2002 Denver Annual Meeting (October 27-30, 2002)

Paper No. 1
Presentation Time: 1:30 PM-5:30 PM

SEDIMENTOLOGIC ANALYSIS OF THE BENWOOD LIMESTONE (MONONGAHELA GROUP) IN MORGAN COUNTY, OHIO


GLASCOCK, Jacob M. and GIERLOWSKI-KORDESCH, Elizabeth H., Geological Sciences, Ohio Univ, 316 Clippinger Labs, Athens, OH 45701-2979, wotan22@hotmail.com

The Benwood Limestone (Monongahela Group, Pennsylvanian) was deposited in the Dunkard Basin of Ohio, West Virginia, and Pennsylvania. This basin was situated within the equatorial zone approx.10 degrees S in the Late Pennsylvanian. The Benwood is part of the Benwood cyclothem which includes coal and siliciclastics and is 8.5 m thick in Morgan County of southeastern Ohio. The limestone has been previously interpreted as marine dry mudflat, marine tidal flat, as well as open shallow to deep lacustrine in origin. Petzold (1990) (PhD – Indiana Univ., 213p) most recently described the Benwood, mostly from localities in Pennsylvania and West Virginia, as containing three main facies sequences: (1) a deep-water lacustrine to terrestrial sequence; (2) a sequence of shallow lake to shoreline carbonate-siliciclastic packages, and (3) a lacustrine to dry mudflat sequence.

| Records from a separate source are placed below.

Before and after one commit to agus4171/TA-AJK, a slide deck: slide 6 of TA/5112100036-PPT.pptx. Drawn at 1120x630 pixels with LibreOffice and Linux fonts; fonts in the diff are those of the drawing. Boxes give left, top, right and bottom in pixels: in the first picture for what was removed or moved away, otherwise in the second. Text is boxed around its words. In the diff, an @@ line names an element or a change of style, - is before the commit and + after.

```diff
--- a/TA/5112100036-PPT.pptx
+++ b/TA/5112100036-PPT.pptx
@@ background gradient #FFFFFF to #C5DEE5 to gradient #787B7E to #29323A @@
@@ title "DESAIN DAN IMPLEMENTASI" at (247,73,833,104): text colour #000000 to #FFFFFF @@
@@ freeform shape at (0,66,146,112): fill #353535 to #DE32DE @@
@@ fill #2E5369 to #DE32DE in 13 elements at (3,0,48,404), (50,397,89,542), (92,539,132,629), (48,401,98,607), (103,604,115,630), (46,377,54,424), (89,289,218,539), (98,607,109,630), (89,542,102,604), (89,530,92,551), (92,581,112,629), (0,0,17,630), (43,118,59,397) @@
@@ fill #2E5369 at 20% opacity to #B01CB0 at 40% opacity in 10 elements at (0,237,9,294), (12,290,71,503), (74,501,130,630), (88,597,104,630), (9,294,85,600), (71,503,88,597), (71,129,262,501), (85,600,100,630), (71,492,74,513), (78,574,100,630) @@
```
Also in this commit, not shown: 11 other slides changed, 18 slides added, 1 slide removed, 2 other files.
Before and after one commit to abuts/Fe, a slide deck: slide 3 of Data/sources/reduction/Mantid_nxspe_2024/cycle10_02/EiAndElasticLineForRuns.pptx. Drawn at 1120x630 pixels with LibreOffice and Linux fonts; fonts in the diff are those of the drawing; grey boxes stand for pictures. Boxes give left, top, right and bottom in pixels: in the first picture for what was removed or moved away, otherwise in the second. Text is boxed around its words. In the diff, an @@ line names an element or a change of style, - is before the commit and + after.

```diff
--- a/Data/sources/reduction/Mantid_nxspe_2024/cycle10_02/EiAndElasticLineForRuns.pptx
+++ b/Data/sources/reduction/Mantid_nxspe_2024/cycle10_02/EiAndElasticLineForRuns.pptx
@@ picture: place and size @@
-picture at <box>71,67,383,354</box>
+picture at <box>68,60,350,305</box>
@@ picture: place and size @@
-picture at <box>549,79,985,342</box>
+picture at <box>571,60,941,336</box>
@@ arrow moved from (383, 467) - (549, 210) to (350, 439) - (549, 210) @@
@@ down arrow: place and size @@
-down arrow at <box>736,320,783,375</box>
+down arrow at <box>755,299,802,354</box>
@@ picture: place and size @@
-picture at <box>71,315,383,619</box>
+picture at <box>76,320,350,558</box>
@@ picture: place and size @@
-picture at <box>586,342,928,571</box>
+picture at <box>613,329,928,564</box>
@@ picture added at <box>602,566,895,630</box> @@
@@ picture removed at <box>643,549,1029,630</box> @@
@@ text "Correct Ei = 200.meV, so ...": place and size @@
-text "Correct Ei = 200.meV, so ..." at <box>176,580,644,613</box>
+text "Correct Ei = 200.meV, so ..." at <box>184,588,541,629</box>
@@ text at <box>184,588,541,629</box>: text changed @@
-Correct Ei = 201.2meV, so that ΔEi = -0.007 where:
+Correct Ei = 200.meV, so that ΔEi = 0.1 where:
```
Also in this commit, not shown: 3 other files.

With little work done to date on the Benwood Limestone in Ohio, two sections in Morgan County were measured and sampled. These two sections, 8.4 m and 4.7 m long, contained thick carbonate beds interbedded with thinner shales. Three main facies, averaging dm in thickness, were recognized: (1) gray to green shales, (2) mostly massive biomicrites containing rare clay-lined tubules and intraclastic textures, and (3) quartz-rich biograinstones containing bivalves, ostracods, gastropods, and spirorbid worm tubes. Facies (1) is interpreted as a quiet water paleoconditions while facies (2) may represent lacustrine to palustrine conditions with evidence for subaerial exposure and rooting. In facies (3) angular quartz grains are matrix-supported in micrite mixed with a traction-load texture of bioclastic to intraclastic debris grainstone. This mixture of marine and non-marine textures and fossils suggests that the Benwood Limestone in Ohio was an open lake system with intermittent marine influence. A freshwater to brackish coastal lake setting affected by marine storm surges is envisioned.